A Company, and not its Shareholders, have numerous remedies open to it where a Director's breach of duty occurs. They include:

  1. An order of injunction. This is primarily employed against a threatened breach of duty or a continuing breach of statutory duty.
  2. Compensation and or damages. This is appropriate where a breach has occurred and compensation in the form of restitution is made.
  3. Rescission of the contract. This is possible where the company is able to show that the alleged contract was ultra vires its objects and it cannot be ratified to the prior knowledge of the third party.
  4. Restoration of the company's property.
  5. An order for the Director to render an account of the profits made.
  6. Summary dismissal of the Director as has been done in some recent cases in Nigeria; some of these cases are presently in Court.

Who Can Challenge A Breach Of Duty?

The general Company Law rule is that it is only the company itself and not its Directors or Shareholders that can contest a wrong done to the company or ratify an irregular conduct. This is known as the rule in FOSS v.

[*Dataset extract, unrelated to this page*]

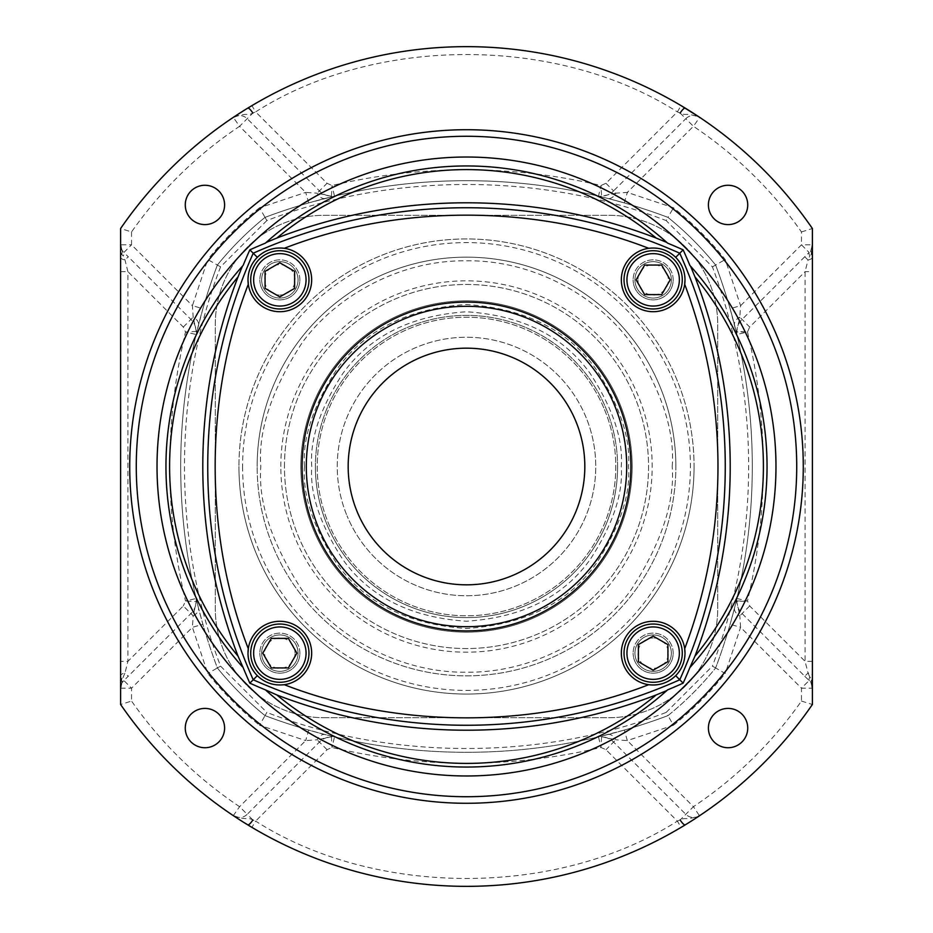 <?xml version="1.0" encoding="UTF-8"?>
<svg xmlns="http://www.w3.org/2000/svg" width="933" height="933" viewBox="0 0 933 933"><rect width="100%" height="100%" fill="white"/><g stroke="black" fill="none" stroke-linecap="round" stroke-linejoin="round"><path stroke-width="0.7" stroke-dasharray="4.67 3.5" d="M801.459 701.068L812.386 704.485A419.85 419.85 0 0 1 700.053 815.395L699.388 815.652L693.417 806.695C735.985 778.192 771.999 742.983 801.459 701.068L801.459 688.181L740.592 627.314L739.811 615.85A10.928 6.939 -165.7 0 1 734.563 607.815L736.86 598.485A571.614 571.614 0 0 0 715.623 265.03A320.392 320.392 0 0 0 667.97 217.377L666.139 220.573C541.723 172.477 391.277 172.477 266.861 220.573L265.03 217.377A320.392 320.392 0 0 0 217.377 265.03A320.392 320.392 0 0 1 265.03 217.377A320.392 320.392 0 0 0 217.377 265.03L207.767 259.537L192.408 305.686L202.904 308.695A571.614 571.614 0 0 1 217.377 265.03A571.614 571.614 0 0 0 217.377 667.97A320.392 320.392 0 0 0 265.03 715.623A320.392 320.392 0 0 1 217.377 667.97A320.392 320.392 0 0 0 265.03 715.623L259.537 725.233L305.686 740.592L308.695 730.096A571.614 571.614 0 0 1 265.03 715.623L266.861 712.427C391.277 760.523 541.723 760.523 666.139 712.427L667.97 715.623A320.392 320.392 0 0 0 715.623 667.97A320.392 320.392 0 0 1 667.97 715.623A571.614 571.614 0 0 1 624.305 730.096L627.314 740.592L673.463 725.233L667.97 715.623A320.392 320.392 0 0 0 715.623 667.97L725.233 673.463L740.592 627.314L730.096 624.305A571.614 571.614 0 0 1 715.623 667.97A571.614 571.614 0 0 0 715.623 265.03A320.392 320.392 0 0 0 667.97 217.377A320.392 320.392 0 0 1 715.623 265.03A571.614 571.614 0 0 1 730.096 308.695L736.86 334.515A571.614 571.614 0 0 1 736.86 598.485L736.732 601.575A18.357 18.357 0 0 0 742.085 613.576L804.771 676.262L808.013 673.008L805.097 661.357L805.097 271.643L808.013 259.992A7.277 3.172 180 0 0 812.386 257.076L812.386 271.643L805.097 271.643L749.7 327.04L739.811 317.15L740.592 305.686L725.233 259.537C709.885 240.376 692.624 223.115 673.463 207.767L627.314 192.408L615.85 193.189A10.928 6.939 104.3 0 1 607.815 198.437L624.305 202.904A571.614 571.614 0 0 1 667.97 217.377L673.463 207.767M715.623 667.97L712.427 666.139C736.475 601.762 748.558 535.215 748.663 466.5C748.558 397.785 736.475 331.238 712.427 266.861L666.139 220.573M736.86 598.485L747.485 601.004C757.969 556.779 763.217 511.949 763.229 466.5C763.217 421.051 757.969 376.221 747.485 331.996L736.86 334.515L736.732 331.425L739.811 317.15A10.928 6.939 -14.3 0 0 734.563 325.185M617.599 466.5A151.099 151.099 0 0 0 466.5 315.401A151.099 151.099 0 0 0 315.401 466.5A151.099 151.099 0 0 0 466.5 617.599A151.099 151.099 0 0 0 617.599 466.5A151.099 151.099 0 0 0 466.5 315.401A151.099 151.099 0 0 0 315.401 466.5A151.099 151.099 0 0 0 466.5 617.599A151.099 151.099 0 0 0 617.599 466.5A151.099 151.099 0 0 1 466.5 617.599A151.099 151.099 0 0 1 315.401 466.5M675.854 466.5A209.354 209.354 0 0 0 466.5 257.146A209.354 209.354 0 0 0 257.146 466.5A209.354 209.354 0 0 1 466.5 257.146A209.354 209.354 0 0 1 675.854 466.5A209.354 209.354 0 0 1 466.5 675.854A209.354 209.354 0 0 1 257.146 466.5A209.354 209.354 0 0 0 466.5 675.854A209.354 209.354 0 0 0 675.854 466.5A209.354 209.354 0 0 1 466.5 675.854A209.354 209.354 0 0 1 257.146 466.5M300.846 466.5A165.654 165.654 0 0 0 466.5 632.154A165.654 165.654 0 0 0 632.154 466.5A165.654 165.654 0 0 0 466.5 300.846A165.654 165.654 0 0 0 300.846 466.5A165.654 165.654 0 0 0 466.5 632.154A165.654 165.654 0 0 0 632.154 466.5A165.654 165.654 0 0 0 466.5 300.846A165.654 165.654 0 0 0 300.846 466.5A165.654 165.654 0 0 1 466.5 300.846A165.654 165.654 0 0 1 632.154 466.5M224.596 728.067A19.663 19.663 0 0 0 204.933 708.404A19.663 19.663 0 0 0 185.27 728.067A19.663 19.663 0 0 0 204.933 747.73A19.663 19.663 0 0 0 224.596 728.067M747.73 204.933A19.663 19.663 0 0 0 728.067 185.27A19.663 19.663 0 0 0 708.404 204.933A19.663 19.663 0 0 0 728.067 224.596A19.663 19.663 0 0 0 747.73 204.933M803.278 466.5A336.778 336.778 0 0 0 466.5 129.722A336.778 336.778 0 0 0 129.722 466.5A336.778 336.778 0 0 0 466.5 803.278A336.778 336.778 0 0 0 803.278 466.5M747.73 728.067A19.663 19.663 0 0 0 728.067 708.404A19.663 19.663 0 0 0 708.404 728.067A19.663 19.663 0 0 0 728.067 747.73A19.663 19.663 0 0 0 747.73 728.067M224.596 204.933A19.663 19.663 0 0 0 204.933 185.27A19.663 19.663 0 0 0 185.27 204.933A19.663 19.663 0 0 0 204.933 224.596A19.663 19.663 0 0 0 224.596 204.933M775.976 466.5A309.476 309.476 0 0 1 466.5 775.976A309.476 309.476 0 0 1 157.024 466.5A309.476 309.476 0 0 1 466.5 157.024A309.476 309.476 0 0 1 775.976 466.5A309.476 309.476 0 0 1 466.5 775.976A309.476 309.476 0 0 1 157.024 466.5A309.476 309.476 0 0 1 466.5 157.024A309.476 309.476 0 0 1 775.976 466.5M690.572 666.803A300.554 300.554 0 0 0 689.86 265.392M684.694 648.727A31.862 31.862 0 0 0 650.931 621.366A31.862 31.862 0 0 0 648.727 684.694M253.356 670.839A31.862 31.862 0 0 0 311.704 653.147A31.862 31.862 0 0 0 282.069 621.366A31.862 31.862 0 0 0 248.306 648.727M248.306 284.273A31.862 31.862 0 0 0 282.069 311.634A31.862 31.862 0 0 0 284.273 248.306M248.61 273.614A31.862 31.862 0 0 0 247.991 279.853M685.009 279.853A31.862 31.862 0 0 0 653.147 247.991A31.862 31.862 0 0 0 621.296 279.853A31.862 31.862 0 0 0 650.931 311.634A31.862 31.862 0 0 0 684.694 284.273M694.059 466.5A227.559 227.559 0 0 1 466.5 694.059A227.559 227.559 0 0 1 238.941 466.5A227.559 227.559 0 0 0 466.5 694.059A227.559 227.559 0 0 0 694.059 466.5A227.559 227.559 0 0 0 466.5 238.941A227.559 227.559 0 0 0 238.941 466.5A227.559 227.559 0 0 1 466.5 238.941A227.559 227.559 0 0 1 694.059 466.5M673.171 653.147A20.025 20.025 0 0 0 653.147 633.122A20.025 20.025 0 0 0 633.122 653.147A20.025 20.025 0 0 1 653.147 633.122A20.025 20.025 0 0 1 673.171 653.147A20.025 20.025 0 0 1 653.147 673.171A20.025 20.025 0 0 1 633.122 653.147A20.025 20.025 0 0 0 653.147 673.171A20.025 20.025 0 0 0 673.171 653.147M673.171 279.853A20.025 20.025 0 0 0 653.147 259.829A20.025 20.025 0 0 0 633.122 279.853A20.025 20.025 0 0 1 653.147 259.829A20.025 20.025 0 0 1 673.171 279.853A20.025 20.025 0 0 1 653.147 299.878A20.025 20.025 0 0 1 633.122 279.853A20.025 20.025 0 0 0 653.147 299.878A20.025 20.025 0 0 0 673.171 279.853M299.878 279.853A20.025 20.025 0 0 0 279.853 259.829A20.025 20.025 0 0 0 259.829 279.853A20.025 20.025 0 0 1 279.853 259.829A20.025 20.025 0 0 1 299.878 279.853A20.025 20.025 0 0 1 279.853 299.878A20.025 20.025 0 0 1 259.829 279.853A20.025 20.025 0 0 0 279.853 299.878A20.025 20.025 0 0 0 299.878 279.853M299.878 653.147A20.025 20.025 0 0 0 279.853 633.122A20.025 20.025 0 0 0 259.829 653.147A20.025 20.025 0 0 1 279.853 633.122A20.025 20.025 0 0 1 299.878 653.147A20.025 20.025 0 0 1 279.853 673.171A20.025 20.025 0 0 1 259.829 653.147A20.025 20.025 0 0 0 279.853 673.171A20.025 20.025 0 0 0 299.878 653.147M626.696 466.5A160.196 160.196 0 0 0 466.5 306.304A160.196 160.196 0 0 0 306.304 466.5A160.196 160.196 0 0 0 466.5 626.696A160.196 160.196 0 0 0 626.696 466.5M242.592 466.5A223.908 223.908 0 0 0 466.5 690.408A223.908 223.908 0 0 0 690.408 466.5A223.908 223.908 0 0 0 466.5 242.592A223.908 223.908 0 0 0 242.592 466.5M280.821 466.5A185.679 185.679 0 0 1 466.5 280.821A185.679 185.679 0 0 1 652.179 466.5A185.679 185.679 0 0 1 466.5 652.179A185.679 185.679 0 0 1 280.821 466.5M284.46 466.5A182.04 182.04 0 0 1 466.5 284.46A182.04 182.04 0 0 1 648.54 466.5A182.04 182.04 0 0 1 466.5 648.54A182.04 182.04 0 0 1 284.46 466.5A182.04 182.04 0 0 1 466.5 284.46A182.04 182.04 0 0 1 648.54 466.5A182.04 182.04 0 0 1 466.5 648.54A182.04 182.04 0 0 1 284.46 466.5M685.265 824.854L689.405 822.288M691.435 821.017L693.289 819.827M240.597 820.387L242.533 821.623M812.386 252.633A7.277 2.146 0 0 1 811.267 253.776L812.386 244.819L812.386 257.076M624.305 202.904L627.314 192.408L693.417 126.305C735.985 154.808 771.999 190.017 801.459 231.932L801.459 244.819L809.121 252.481L804.771 256.738L808.013 259.992L809.774 256.027A10.928 3.37 -132.7 0 1 809.121 252.481L810.987 250.149A10.928 10.928 0 0 0 812.386 244.819L810.987 250.149A10.928 10.928 0 0 0 812.386 244.819L812.386 228.515A419.85 419.85 0 0 0 700.053 117.605L699.622 117.465C685.79 112.018 685.697 116.217 680.157 113.045L677.37 111.89C557.514 35.431 375.486 35.431 255.63 111.89L251.91 105.639A419.85 419.85 0 0 1 681.09 105.639L677.37 111.89L605.96 183.3L601.004 185.515C511.331 164.558 421.669 164.558 331.996 185.515L327.04 183.3L255.63 111.89L252.843 113.045C247.315 116.205 247.28 112.007 233.378 117.465L239.583 126.305C197.015 154.808 161.001 190.017 131.541 231.932L120.614 228.515L120.614 253.414L123.226 256.027L124.987 259.992L127.903 271.643L127.903 661.357L124.987 673.008A7.277 3.172 0 0 0 120.614 675.924L120.614 661.357L127.903 661.357L183.3 605.96L193.189 615.85L192.408 627.314L207.767 673.463C223.115 692.624 240.376 709.885 259.537 725.233M700.053 815.395A419.85 419.85 0 0 0 812.386 704.485L812.386 679.586L809.774 676.973L808.013 673.008A7.277 3.172 -0 0 1 812.386 675.924L812.386 679.586L809.774 676.973A10.928 3.37 -47.3 0 0 809.121 680.519L810.987 682.851L812.386 688.181L811.267 679.224A7.277 2.146 180 0 1 812.386 680.367M812.386 675.924L812.386 271.643M247.735 108.146L243.595 110.712M241.565 111.983L239.711 113.173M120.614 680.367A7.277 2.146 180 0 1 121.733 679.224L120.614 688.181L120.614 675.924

HARBOTTLE, which has found statutory enshrinement in Section 299 of CAMA .

Some exceptions to this rule, which entitles Shareholders to commence an action in a Court of Law, are provided for in Section 300 of CAMA. They include:

  1. Entering into illegal or ultra vires transactions.
  2. Purporting to do by ordinary resolution any act, which by its Articles/Charter or CAMA is required to be done by special resolution.
  3. Any act or omission affecting the Shareholder's individual rights as a member of the company.
  4. Committing fraud on either the company or its minority Shareholders.
  5. Where a company meeting cannot be called on time to be of practical use in redressing a wrong done to the company or to its minority Shareholders.
  6. Where the Directors are likely to derive a profit or benefit, or have profited or benefited from the negligence or from their breach of duty.

Conclusion

Shareholders and Directors must be alert to their statutory and corporate responsibilities by ensuring that their companies have in existence a corporate governance policy, in addition to their Articles/Charter and the due processes stated therein are followed. Where this is not done, challenges must be raised and followed to their conclusion to protect the investment of the Shareholders.